Выбрать главу

-- Тебя никто не видал, следов на одежде нет?

-- Не. Оглядел уж себя.

-- А тут как оказался?

-- Так эти ж... каупанские. Которые с Каупа. Они ж мышей не ловят! Сами здоровые, а мозгов нет! Я два ведра воды на кухне взял и тащу. Один в коридоре со стороны глянул. И снова во двор смотрит. Второй мне на входе: нихт лауфен. А я ему эти вёдра в руки, траген, говорю. Сам тащи. Он только фыркнул и головой так... Типа: сама-сама. Я и затащил. А этот в коридор выскочил. И они там по-своему. Я и за ширму. Они заглянули - вёдра стоят, меня нет. Ну, значит, ушла служанка. Я, то есть. А я - здесь.

И в восторге от удачности своей хитрости, Егорушка чуток попрыгал телом.

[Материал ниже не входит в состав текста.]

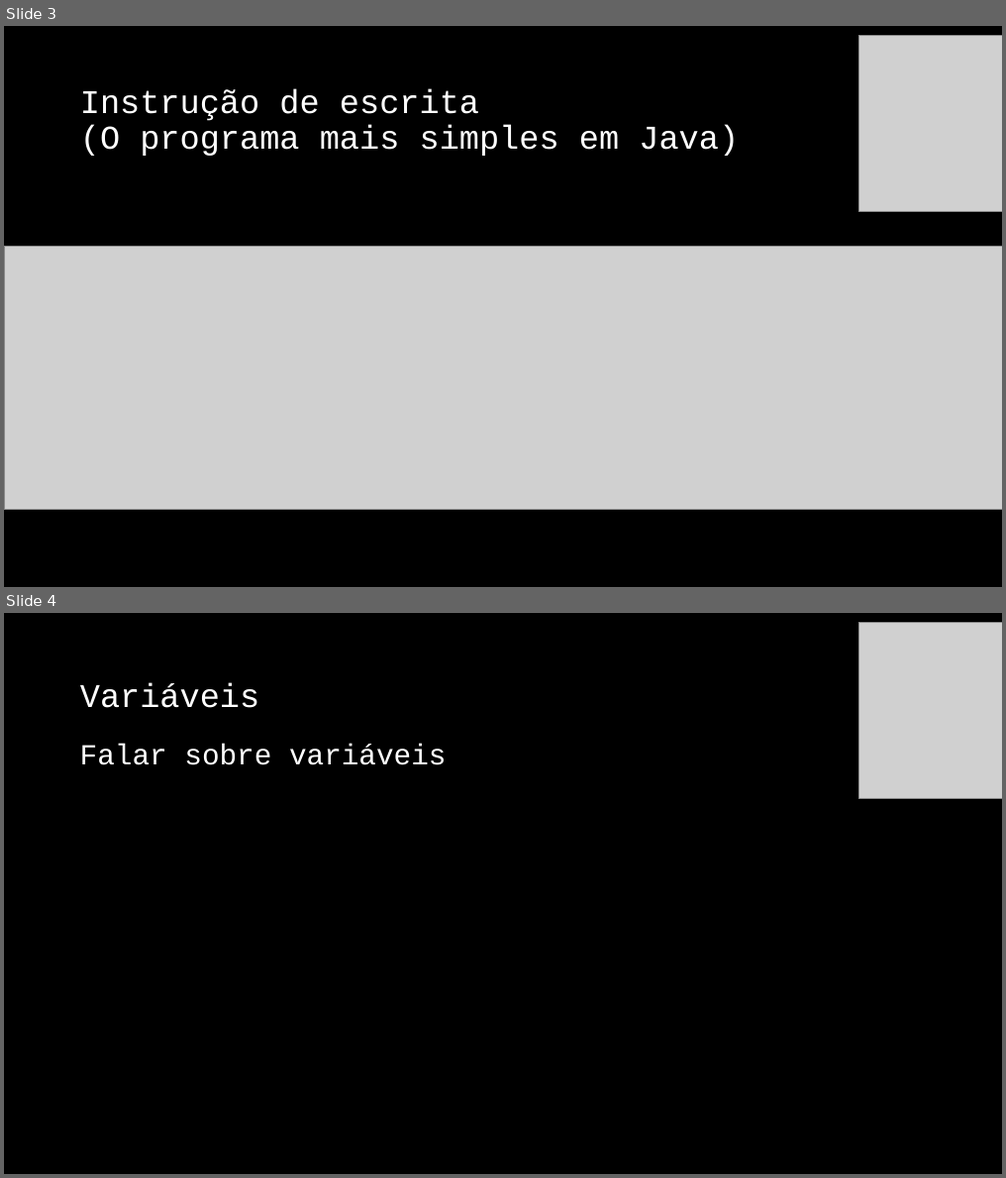
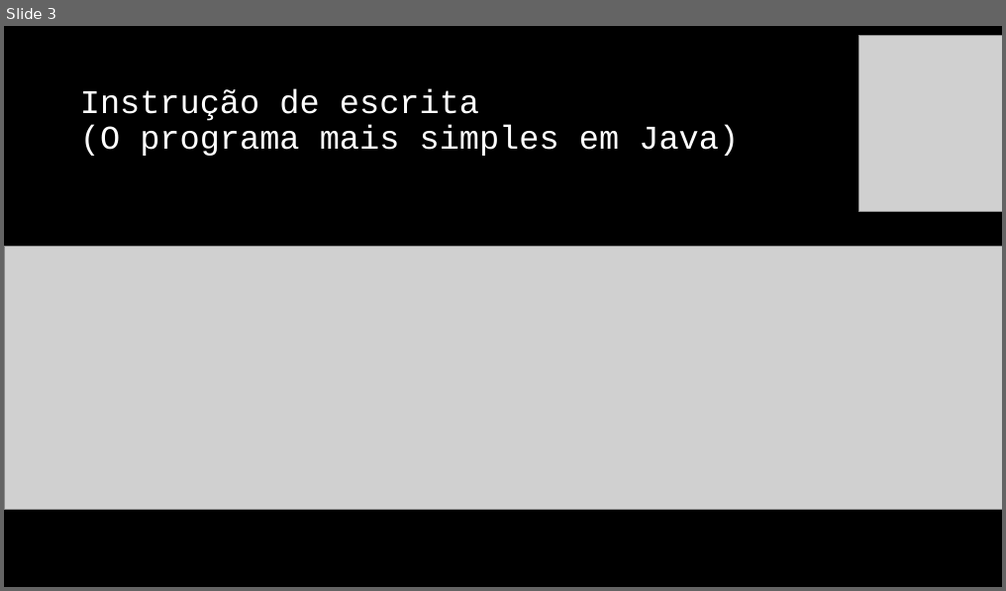
Before and after one commit to jrdutra/algoritmos, a slide deck: material_de_apoio/resumo_pratico.pptx. Shown one above the other, each under a label of ours: slides 3 and 4 before the commit, slide 3 after it. The pictures are 1006x1178 and 1006x591 pixels, drawn with LibreOffice and Linux fonts; fonts in the diff are those of the drawing; grey boxes stand for pictures. Boxes give left, top, right and bottom in pixels: in the first picture for what was removed or moved away, otherwise in the second. Text is boxed around its words. In the diff, an @@ line names an element or a change of style, - is before the commit and + after.

```diff
--- a/material_de_apoio/resumo_pratico.pptx
+++ b/material_de_apoio/resumo_pratico.pptx
@@ slide 4 removed at <box>4,613,1002,1174</box>, background #000000 @@
@@ picture removed at <box>859,622,1002,799</box> @@
@@ title removed at <box>80,683,259,708</box> @@
-Variáveis
@@ text removed at <box>80,744,447,765</box> @@
-Falar sobre variáveis
```
Also in this commit, not shown: 1 slide added, 5 other files.

Всё это время вестовой лежал на герцогине почти нос к носу, удерживая её руку со стилетом. Его движение напомнило о том, что госпожа пребывает в короткой рубашке, а у Егорушки его платье несколько задралось в ходе проведения приёма на захват и удержание. Ощущение обнажённости контактирующих фрагментов поверхности тел дошло, наконец, до участников. Оба покраснели.

-- Я... это... ну... пойду уже...

Егорушка неловко слез с госпожи и, путаясь в подоле, попытался направиться к выходу. Суетливо и бестолково оправлял платье, заматывал платки, старательно не поднимая глаза на лежащую на полу герцогиню. Та потянулась, было, одёрнуть задравшийся край рубашки. Но передумала и, заложив руку за голову, принялась разглядывать своего слугу.

Уже давно не нечто безымянное из серии "принесли письмо, подали обед". После давней истории в подземельях дворца Воеводы был и совместный труд в роли вестовых, и падение за борт во время плавания, когда Егорушка кинулся спасать её прямо в одежде, и стычка на Одерском волоке, где Ивашко и гридни рубили разбойников, а Егорушка, в числе других слуг, охранял гражданских, стоя перед княгиней, защищал её собой. Выставив в сторону придурков в страшных масках свой скрамосакс. Толку от того ножика... но готовность защитить или умереть - была. Был и эпизод у Миндена. С весельем, боевым азартом, сообразительностью, исполнительностью.

-- Егорушка... слуга... куда больше сделал для меня, был со мной, приятен мне, чем... так почему же я должна... отдаваться мужу, а не тому, кто мне по нраву? - подумалось герцогине. - А как же "супружеская измена" - основание для развода? - Так ведь была уже. Или - были? Тогда, на лестнице... за одну считать или за две? Из благородных побуждений, для спасения и сохранения матушки и мужа. Так и здесь: неблагодарность - страшный грех. Грешить - не буду.

Она решительно приподнялась на локте и негромко, но твёрдо скомандовала:

-- Стоять!

Парень дёрнулся, замер. А она чуть насмешливо продолжила:

-- Ты что ж, слуга верный, так и бросишь госпожу свою? Не поднятую, не одетую, не помытую. Да и сам... куда ты такой пойдёшь? В женском платье. Вон лохань, воду ты притащил. Поставь и налей.

Рывком, как учил Артемий, перекатилась, поднялась на ноги. Указала куда поставить корыто, развернуть ширму, пока Егорушка красный, как после бани, старательно наливал воду, заперла двери и, взяв мыла, принялась наливать их в лохань и взбалтывать. Ей пришлось наклониться, и тяжёлый вздох за её спиной, подобный вздохам разносившимся некогда над Волгой во время прогулок с Воеводой на "Ласточке", подтвердил, что она если и постарела за последний год, то не сильно.

-- А ты чего столбом стоишь? Снимай с себя всё. Сложи аккуратнее. Эти тряпки могут, не дай бог, опознать. Их придётся... иллюминировать. Жаль, конечно, но не велика потеря.

-- Но я... это...

-- Ты в бане никогда не бывал? Исполняй.

Когда парень неуверенно начал разматывать платок, она сперва отвернулась. Потом напомнила себе, что "бесстрашна и бесстыдна", повернулась, уперла руку в бедро и принялась оценивающе рассматривать этот... мужской стриптиз. Старательно не меняя выражения лица, но ощущая как непроизвольно начинают всё сильнее пылать щёки.